Feelingvulnerable1992 · 28/07/2023 17:47

My partner has a temper and is very opinionated. He has lost his job for the second time now, and a new employer during an interview asked if he is aware he clashes with people. He has never liked my mum, often jealous of our close relationship and the fact that I see her most days. He also used to gamble but has promised me he no longer does, he sought help for his temper and is on anti depressents and a wait list (2 years!) for an Asperger’s / mental health assessment.

long story short, he lost some important documents I’m not sure if they relate to gambling but he has used them for previous jobs. So he woke in a foul mood despite being really nice to be around the past few weeks on his new meds. When I came home (I had to get my car MOT because he doesn’t drive as yet) he had dressed our children in tracksuits. I only made a casual comment about ‘why have you put them in that for it’s sunny out!’ And he was so angry at me, he can’t take criticism it was just a passing comment. My mum was over and when she arrived she said the same thing oh he needs a t shirt on then she heard him going on and on at me that he had checked the weather and it wasn’t going to be warm later and basically going at me because of my mum saying it too. She came in the front room and said what’s wrong? I wasn’t blaming anyone just said he needs a t shirt and that’s when he exploded. Oh here she is getting herself involved again!! I’m his dad ! Keep your nose out of it!! She was so taken aback as had said it nicely to try help as could tell his in a foul mood. He shouted abuse at her and naturally she defended herself. It ended up with him calling her an interfering c*nt, making my children cry as he doesn’t just shout he was roaring. He threw my sons cup at my mum during the ‘row’ which smashed and luckily wasn’t glass. He then broke my phone charger and made a hole in the wall. I called his dad to ask to get him but he couldn’t so his mum then called me on what’s app and heard him going crazy. She was so upset saying calm down, please speak to me etc he refused to and said he won’t speak to his dad either as he doesn’t listen.

anyway I’ve text his parents since as I’ve removed myself and my children from the situation and staying at my mums. This isn’t the first time he has exploded and his temper is uncontrollable. His mother hasn’t replied to any of my texts addressing what his done wrong, she did call on what’s app saying sorry hope you are ok etc she is not sure what’s happening (as I said he needs help) how he was behaving it was like he should have been sectioned.

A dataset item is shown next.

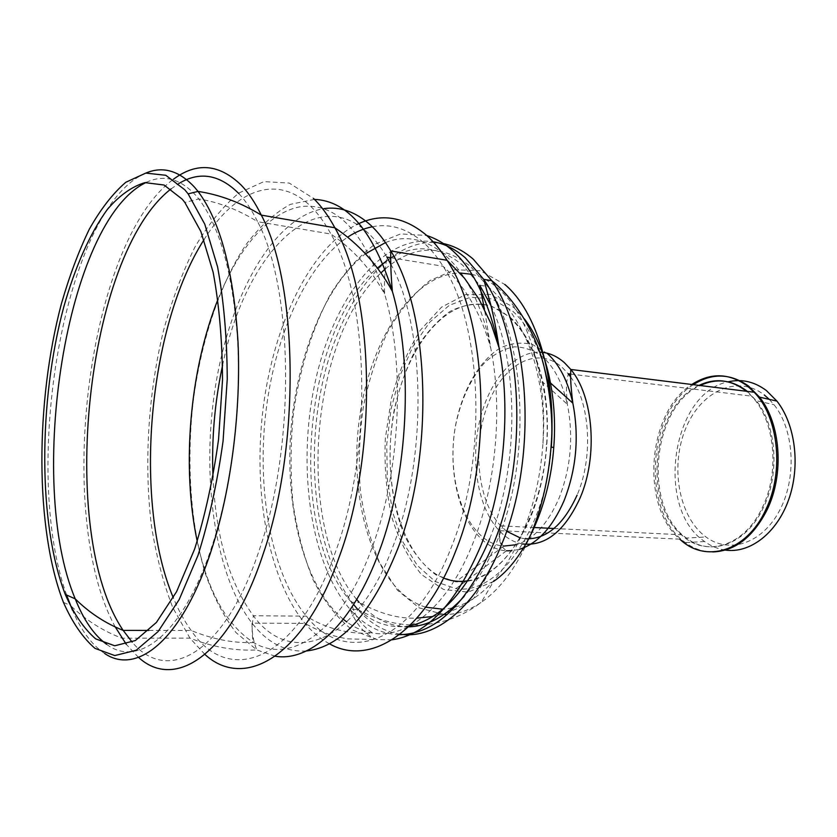 <?xml version="1.0" encoding="UTF-8"?>
<svg xmlns="http://www.w3.org/2000/svg" width="837" height="837" viewBox="0 0 837 837"><rect width="100%" height="100%" fill="white"/><g stroke="black" fill="none" stroke-linecap="round" stroke-linejoin="round"><path stroke-width="0.63" stroke-dasharray="4.18 3.14" d="M531.192 533.671C517.716 565.697 501.091 588.557 481.317 602.263L493.495 581.474L468.145 592.125L443.495 589.457L421.586 574.611C408.843 559.357 398.872 540.064 391.695 516.722C386.328 491.863 384.204 465.77 385.323 438.431L391.423 398.422C398.402 372.716 408.048 349.981 420.362 330.197L441.528 307.169L465.403 294.645L490.179 294.415L513.709 307.367L524.339 318.855M483.608 304.584C492.826 306.06 501.551 310.443 509.775 317.746C534.697 339.393 550.443 390.712 546.603 444.583C543.223 500.568 518.982 552.723 489.771 571.65C482.541 576.494 475.249 579.528 467.893 580.763M443.589 578.064C404.281 561.721 382.886 491.005 392.239 423.784C401.132 356.478 440.304 299.719 481.966 304.354M725.334 550.087C717.916 549.009 711.011 546.153 704.597 541.518C654.858 508.781 671.441 392.888 728.127 381.839M769.276 399.364L774.037 404.721C794.418 430.04 797.023 478.429 779.299 511.051C761.785 543.904 728.912 554.125 705.957 536.977C679.173 517.507 670.018 467.778 685.105 430.009C699.732 391.936 736.801 373.595 764.296 394.97M551.301 447.01C546.027 529.905 497.764 595.662 455.903 588.641L435.271 581.537L417.265 565.446L402.869 541.895L392.752 512.589L387.322 479.434L386.746 444.311L391.015 409.136L399.919 375.813L413.039 346.215L429.779 322.161L449.291 305.338L470.478 297.219L492.02 298.893L512.38 310.862C526.64 323.657 537.417 343.118 544.72 369.274M510.015 317.129C525.354 331.107 536.329 352.827 542.931 382.289C552.399 426.671 546.561 482.332 528.293 522.581C507.777 563.866 483.577 583.609 455.705 581.809L436.087 574.956C424.024 566.021 413.75 553.383 405.265 537.019C390.073 501.938 386.16 454.637 394.164 410.14C399.123 388.274 406.175 368.29 415.33 350.169C425.52 333.639 437.081 320.728 449.992 311.427C463.405 304.637 476.975 302.701 490.691 305.61L510.015 317.129M471.524 274.264C480.867 276.377 489.781 281.117 498.256 288.493C528.314 313.906 547.754 376.681 542.993 443.16C540.765 474.767 534.288 503.874 523.585 530.47C510.172 562.506 493.589 585.115 473.815 598.309C463.478 605.057 453.141 608.687 442.804 609.21M425.709 607.202C377.497 592.397 349.793 509.723 358.257 428.554C366.187 347.334 409.848 273.94 459.994 272.998M385.313 268.928C413.708 244.812 442.135 244.006 470.603 266.501L487.783 286.516C525.626 339.299 531.547 458.812 497.879 539.174C488.41 562.6 477.142 581.694 464.075 596.467M408.571 626.829C390.011 626.84 373.553 618.7 359.199 602.431C379.862 613.751 399.103 618.982 416.92 618.124M356.719 599.512C295.294 527.373 309.596 338.556 380.929 272.914M386.296 261.134C412.181 243.441 437.636 244.802 462.673 265.193L479.768 285.26L487.783 286.516C512.317 306.75 529.675 340.931 536.004 367.37C543.495 398.464 543.977 419.473 542.993 443.16L546.603 444.583M490.984 305.631C519.045 364.085 518.982 467.601 489.655 538.819M409.586 625.856C387.625 629.288 368.28 621.441 351.55 602.326C286.484 531.014 302.178 331.149 377.393 268.07M385.48 242.594C427.571 225.299 475.029 265.465 490.838 348.579C502.943 408.613 496.006 485.544 473.439 541.999C448.569 605.957 407.337 639.374 372.528 633.002C363.425 631.496 354.846 627.823 346.78 621.964M343.285 619.275C305.411 587.647 285.773 512.349 290.47 436.339C295.283 360.308 324.149 285.658 365.445 253.799M372.319 226.764C390.262 223.197 407.441 228.564 423.857 242.856C430.72 249.039 437.113 256.833 443.035 266.239C482.363 324.599 487.783 457.41 451.729 546.258C414.148 644.982 345.399 666.555 306.332 616.147C271.962 574.506 257.126 494.081 265.371 416.397C273.772 338.755 305.223 265.57 347.637 237.164M222.59 365.256C243.975 258.612 312.693 180.415 368.468 233.345C375.07 239.602 381.201 247.522 386.882 257.105L385.857 264.335C385.365 267.034 383.901 282.561 384.685 294.153C405.453 364.241 400.463 471.639 372.36 546.77C342.04 631.161 290.857 665.3 253.695 642.575C226.67 625.333 207.838 591.571 197.218 541.277M390.785 264.157C425.269 326.2 427.738 456.374 393.892 543.998C357.001 645.348 290.585 667.246 253.349 615.739C229.181 582.583 215.737 536.391 212.996 477.163M217.955 299.405C238.399 248.212 269.075 211.468 301.644 206.53C336.715 202.721 364.388 231.922 384.685 294.153C371.304 269.514 353.392 249.478 330.95 234.057C369.284 299.447 372.946 450.808 335.637 551.499C296.591 663.427 228.564 686.277 191.171 630.481C184.433 621.211 178.469 610.288 173.29 597.733M203.987 239.685C234.234 191.003 276.356 172.38 310.925 206.509C318.133 213.602 324.819 222.788 330.95 234.057L257.597 221.69C293.337 288.399 295.723 444.803 259.669 548.842C225.184 654.408 167.452 684.697 132.173 642.146M238.901 193.629C245.649 200.817 251.885 210.171 257.597 221.69C238.378 209.763 218.771 202.177 198.777 198.944C220.445 227.444 233.45 275.676 237.792 343.641C240.941 409.303 231.65 484.037 213.445 541.644C184.935 632.793 138.848 668.909 106.613 644.323M171.041 188.921L178.72 183.606M146.213 182.435C163.592 174.127 180.175 178.501 195.963 195.555L198.777 198.944L184.851 202.46M104.646 653.467C91.986 645.118 81.241 630.679 72.421 610.152M66.604 595.023C20.695 467.988 64.355 207.597 145.837 173.081M138.523 657.39L126.314 644.364M115.255 626.944C54.123 515.969 87.153 242.772 173.29 179.369M204.95 654.482L189.936 638.118L172.725 607.463C163.257 582.971 156.132 555.548 151.371 525.197C143.87 462.955 148.264 393.285 163.477 330.678C171.983 300.106 182.435 272.307 194.822 247.281C208.204 224.389 222.904 206.3 238.922 193.012L263.854 181.629L289.194 183.052L313.467 198.411M275.289 656.25L256.813 649.951L236.076 632.667C223.761 616.524 213.445 596.614 205.117 572.937C190.302 523.23 186.369 461.469 193.253 400.808C201.267 340.429 219.849 283.9 246.13 244.467C259.868 226.367 274.62 212.985 290.376 204.343L314.461 199.394M306.384 650.977C285.71 652.232 267.589 642.952 252.021 623.146C214 573.931 200.943 474.684 215.726 384.717C230.478 294.917 273.668 216.804 323.856 208.654M329.401 643.758C320.571 638.997 312.442 632.207 304.992 623.387C267.861 578.587 252.764 490.744 263.216 407.577C273.793 324.515 310.067 247.909 357.033 224.421M392.103 639.782L376.912 639.625L352.199 629.895C337.091 617.936 324.128 601.384 313.3 580.229C303.904 557.055 297.125 531.38 292.971 503.194C290.366 474.192 290.47 444.698 293.264 414.733C299.301 370.163 312.096 328.324 330.584 294.164C343.861 273.008 358.675 256.352 375.039 244.184L400.651 233.91L426.765 235.511M399.406 634.697C380.887 634.153 364.451 625.71 350.107 609.388C310.192 563.175 297.072 467.255 314.785 383.88C332.289 300.598 381.337 234.172 433.095 241.757M400.086 634.174C384.309 631.736 370.205 623.502 357.755 609.462L350.107 609.388C354.616 619.882 361.636 633.222 376.912 639.625L347.983 638.872C333.524 636.685 319.19 631.527 304.992 623.387L252.021 623.146C251.832 632.793 253.433 641.728 256.813 649.951C235.04 651.04 212.755 647.095 189.936 638.118L121.94 638.212C102.815 630.941 85.656 620.039 70.486 605.486M353.632 604.534C316.804 556.982 305.128 465.947 321.785 386.119C338.347 306.426 383.775 241.548 433.671 242.395M437.374 242.646L443.662 243.64M357.755 609.462C375.698 619.244 393.683 624.402 411.731 624.957C437.552 625.542 460.748 617.978 481.317 602.263C469.965 609.953 458.603 614.013 447.23 614.463M443.987 614.494L419.17 607.882L397.397 590.158L379.852 563.186C370.477 541.382 363.969 517.067 360.308 490.231C358.351 462.641 359.355 434.884 363.321 406.96C368.918 379.579 377.142 354.333 387.981 331.222C400.159 309.972 414.137 293.076 429.925 280.562L454.847 269.744L480.428 270.759L504.784 284.444M693.298 384.675C646.792 413.175 641.613 512.746 685.461 542.627C693.81 548.769 702.902 551.865 712.737 551.939M704.597 541.518L685.461 542.627L679.801 539.154C640.043 505.694 647.367 412.045 691.822 384.486M522.696 543.966C514.012 542.481 506.176 538.045 499.187 530.658C478.335 508.404 470.363 462.788 479.256 422.643C488.055 382.478 513.238 351.571 539.677 352.168M542.24 352.335L542.962 352.419M699.021 385.386C652.693 405.851 641.602 501.415 681.381 534.77C705.403 557.986 744.375 546.843 762.465 507.285C780.136 471.534 774.685 419.557 751.542 396.152L746.342 391.256M747.295 391.381L756.303 400.703C776.516 425.531 780.011 473.763 763.511 507.327C746.437 544.5 710.561 557.044 686.476 538.065C642.659 508.3 651.772 406.625 700.182 385.533M506.605 531.223L500.725 525.866C477.624 501.269 472.016 446.613 487.396 405.725C502.42 364.566 536.977 344.729 562.454 367.652L568.25 373.794L566.712 382.216C566.251 387.834 566.471 395.19 567.35 404.281C573.68 436.422 570.918 467.695 559.064 498.13C547.89 523.826 533.577 539.363 516.126 544.741M570.593 376.891C590.211 403.172 593.464 457.42 577.08 495.148M525.657 538.819L520.352 537.971M519.317 549.344L511.888 550.746M679.801 539.154L499.187 530.658L499.197 535.753C499.197 542.198 501.614 547.22 506.448 550.819C467.506 548.277 443.809 481.84 456.228 422.015C463.426 388.41 479.904 360.192 500.589 347.815C511.187 343.044 521.828 341.946 532.52 344.52L547.492 353.643M534.299 527.53L500.725 525.866L499.877 529.999C499.386 530.742 498.339 542.784 503.811 546.08C466.743 543.443 444.206 479.779 456.207 422.507C461.804 397.91 471.262 377.989 484.592 362.756C493.809 354.25 503.571 348.956 513.887 346.863C524.244 346.821 534.079 350.368 543.38 357.504C554.607 367.882 562.6 383.472 567.35 404.281L542.931 382.289M489.771 571.65L473.815 598.309C463.185 606.835 449.49 612.904 432.75 616.513M148.902 630.407L191.171 630.481C212.493 639.238 233.335 643.266 253.695 642.575C251.403 636.518 252.251 623.91 252.617 621.692L253.349 615.739L306.332 616.147C323.563 627.258 347.313 634.77 372.528 633.002C360.475 624.475 353.486 614.243 351.55 602.326L359.199 602.431M390.753 257.733L443.035 266.239C452.848 275.101 461.522 285.49 469.034 297.407C478.628 313.028 485.899 330.081 490.838 348.579L484.445 309.104M63.434 602.378L69.973 605.266M554.01 528.492L681.381 534.77L686.476 538.065L705.957 536.977M570.625 374.087L751.542 396.152L756.303 400.703L774.037 404.721M506.448 550.819L455.903 588.641M503.811 546.08L455.705 581.809"/><path stroke-width="1.26" d="M524.339 318.855C545.808 346.152 557.861 396.393 553.749 447.596C549.553 506.531 524.088 560.916 493.495 581.474M467.893 580.763C459.482 582.123 451.384 581.223 443.589 578.064M481.966 304.354L483.608 304.584M182.163 199.133L184.851 202.46L200.87 231.504L213.153 272.318C219.168 304.773 222.297 340.628 222.516 379.872L218.551 439.446C213.079 479.067 205.107 515.602 194.634 549.051L176.638 591.571L156.404 622.456L135.343 640.546L114.753 645.777L95.711 638.893C84.035 628.828 73.886 614.002 65.276 594.427C37.947 523.554 38.376 401.739 63.738 307.074C75.027 267.139 89.957 233.22 107.45 209.334C119.503 195.387 131.995 186.494 144.927 182.623L164.052 185.019L182.163 199.133M184.778 189.758L188.137 193.881L204.793 224.222L217.568 266.825C223.814 300.703 227.047 338.117 227.245 379.077L223.05 441.225C217.306 482.53 208.947 520.583 197.992 555.391L179.191 599.564L158.099 631.569L136.18 650.244L114.774 655.57L95.01 648.382C82.894 637.93 72.369 622.592 63.434 602.378C34.903 528.681 35.227 402.377 61.394 303.789C69.325 276.22 78.615 251.393 89.266 229.296C100.586 209.208 112.754 193.546 125.77 182.299L145.764 173.102L165.789 175.278L184.778 189.758M728.127 381.839C741.603 378.701 754.346 381.599 766.347 390.523L776.924 401.111C795.443 424.474 800.643 466.251 788.632 499.773C776.705 533.357 749.847 553.665 725.334 550.087M764.296 394.97L769.276 399.364M544.72 369.274L547.293 380.092C551.656 401.195 552.995 423.501 551.301 447.01M442.804 609.21L425.709 607.202M459.994 272.998L471.524 274.264M464.075 596.467C446.037 616.283 427.54 626.4 408.571 626.829M359.199 602.431L356.719 599.512M380.929 272.914L385.313 268.928M484.445 309.104L479.768 285.26L490.984 305.631M489.655 538.819C467.705 590.357 441.015 619.37 409.586 625.856M377.393 268.07L386.296 261.134M346.78 621.964L343.285 619.275M365.445 253.799L385.48 242.594M347.637 237.164C355.673 231.912 363.896 228.449 372.319 226.764M390.753 257.733L386.882 257.105L390.785 264.157M212.996 477.163C211.479 439.456 214.68 402.158 222.59 365.256M197.218 541.277C181.43 466.69 189.696 370.205 217.955 299.405M173.29 597.733C132.957 501.75 147.908 327.413 203.987 239.685M132.173 642.146L123.154 630.376C56.906 532.981 85.845 254.72 171.041 188.921M178.72 183.606C199.509 170.989 219.576 174.337 238.901 193.629M106.613 644.323C94.152 635.252 83.69 620.102 75.225 598.863C25.738 481.557 66.039 220.288 146.213 182.435M145.837 173.081C162.849 165.893 179.097 170.612 194.561 187.237L198.024 191.411C220.267 221.01 233.586 271.01 237.98 341.402C241.14 409.419 231.462 486.778 212.629 546.299C183.742 638.547 137.53 676.202 104.646 653.467M72.421 610.152L66.604 595.023M173.29 179.369C196.58 161.897 219.273 163.864 241.359 185.27C248.579 192.834 255.233 202.795 261.322 215.13C298.244 284.392 300.577 446.56 263.121 554.094C229.704 655.842 174.849 690.745 138.523 657.39M126.314 644.364L115.255 626.944M313.467 198.411C321.178 205.892 328.303 215.674 334.852 227.748C374.432 295.628 378.083 452.535 339.33 556.595C303.894 657.62 244.122 690.431 204.95 654.482M314.461 199.394C347.627 200.817 373.595 231.462 392.365 291.349C413.624 363.76 408.299 474.192 379.245 551.321C352.816 624.151 310.569 662.109 275.289 656.25M323.856 208.654C340.303 206.268 356.039 211.897 371.053 225.551C378.136 232.184 384.717 240.648 390.785 250.943C429.852 312.714 434.518 454.376 397.711 548.884C371.848 613.082 341.402 647.106 306.384 650.977M357.033 224.421C380.856 212.849 404.009 216.459 426.493 235.26C433.859 241.82 440.712 250.158 447.042 260.276C487.741 321 493.234 458.979 455.705 551.028C423.972 633.714 369.337 666.807 329.401 643.758M426.765 235.511C460.925 246.716 485.021 284.12 499.061 347.732C511.261 409.523 503.947 488.253 480.71 546.017C456.144 603.55 426.608 634.802 392.103 639.782M433.095 241.757C444.332 243.598 455.077 248.955 465.32 257.827L483.723 279.37C522.801 334.601 528.733 459.586 493.663 543.422C467.36 603.623 435.941 634.048 399.406 634.697M443.662 243.64C453.968 245.858 463.834 251.037 473.261 259.167L491.758 280.657C531.024 335.742 537.061 460.256 501.907 543.757C476.923 606.637 435.449 639.834 400.086 634.174M357.755 609.462L353.632 604.534M433.671 242.395L437.374 242.646M447.23 614.463L443.987 614.494M504.784 284.444C536.454 310.841 556.783 377.288 551.049 446.948C548.517 478.366 541.895 507.274 531.192 533.671M712.737 551.939C734.938 551.133 753.018 537.176 766.974 510.068C784.489 474.569 780.837 423.47 759.494 397.125L748.686 386.181C730.523 373.218 712.057 372.716 693.298 384.675M691.822 384.486C710.623 372.444 729.121 372.925 747.326 385.93L754.189 392.239C778.661 417.077 784.384 472.183 765.625 510.026C746.395 551.918 705.183 563.594 679.801 539.154M542.962 352.419C550.589 353.371 557.745 356.803 564.431 362.703L570.792 369.462C593.506 396.11 598.225 456.479 580.02 498.12C564.713 531.15 545.609 546.435 522.696 543.966M539.677 352.168L542.24 352.335M746.342 391.256L745.296 390.419C730.481 379.506 715.049 377.822 699.021 385.386M700.182 385.533C716.179 378.031 731.559 379.726 746.342 390.607L747.295 391.381M570.625 374.087L568.25 373.794L570.593 376.891M577.08 495.148C563.5 524.872 546.362 539.436 525.657 538.819M520.352 537.971L506.605 531.223M547.492 353.643C559.409 364.566 567.863 381.076 572.843 403.172C579.33 436.663 576.4 469.201 564.023 500.808C552.368 527.498 537.469 543.673 519.317 549.344M511.888 550.746L506.448 550.819M516.126 544.741L503.811 546.08M416.92 618.124L432.75 616.513M65.276 594.427L75.225 598.863C89.318 612.768 105.295 623.272 123.154 630.376L148.902 630.407M188.137 193.881L198.024 191.411C219.587 194.644 240.679 202.544 261.322 215.13L334.852 227.748C358.916 244.017 378.094 265.214 392.365 291.349C390.984 275.645 390.45 262.18 390.785 250.943L447.042 260.276L464.472 278.219L479.203 299.447L491.152 323.982L499.061 347.732C496.623 331.442 493.84 317.045 490.723 304.553L483.723 279.37L491.758 280.657C519.17 302.439 538.181 340.795 544.238 367.412C550.976 397.345 553.247 423.857 551.049 446.948L553.749 447.596M547.293 380.092L572.843 403.172C571.347 391.392 570.604 382.09 570.604 375.269L570.792 369.462L754.189 392.239L759.494 397.125L776.924 401.111M534.299 527.53L554.01 528.492"/></g></svg>

I’ve told him before if he ever disrespects my mum again it is over , my mum isn’t perfect but she did nothing wrong at all. Sometimes she does get involved with her opinion when maybe she could have left it but that’s the way she is and he knows that. He does hateful things like my mum cleans my cooker hob for me and asked my partner to not leave things on top of it and he then proceeds to make sure he always leaves things on it.

anyway I haven’t kept his short really but I know his parents are aware of his temper as he has been in trouble with it in the past and they aren’t replying to me as don’t want to risk not seeing their gran kids if we split up. So I know they will not be any support to me if anything was to happen.

ive Looked into domestic abuse, as he has smashed things in my home before, snatched my phone, threw a towel at me in his temper; grabbed my throat. All prior to having children and seeking support for his temper which I believe he had changed.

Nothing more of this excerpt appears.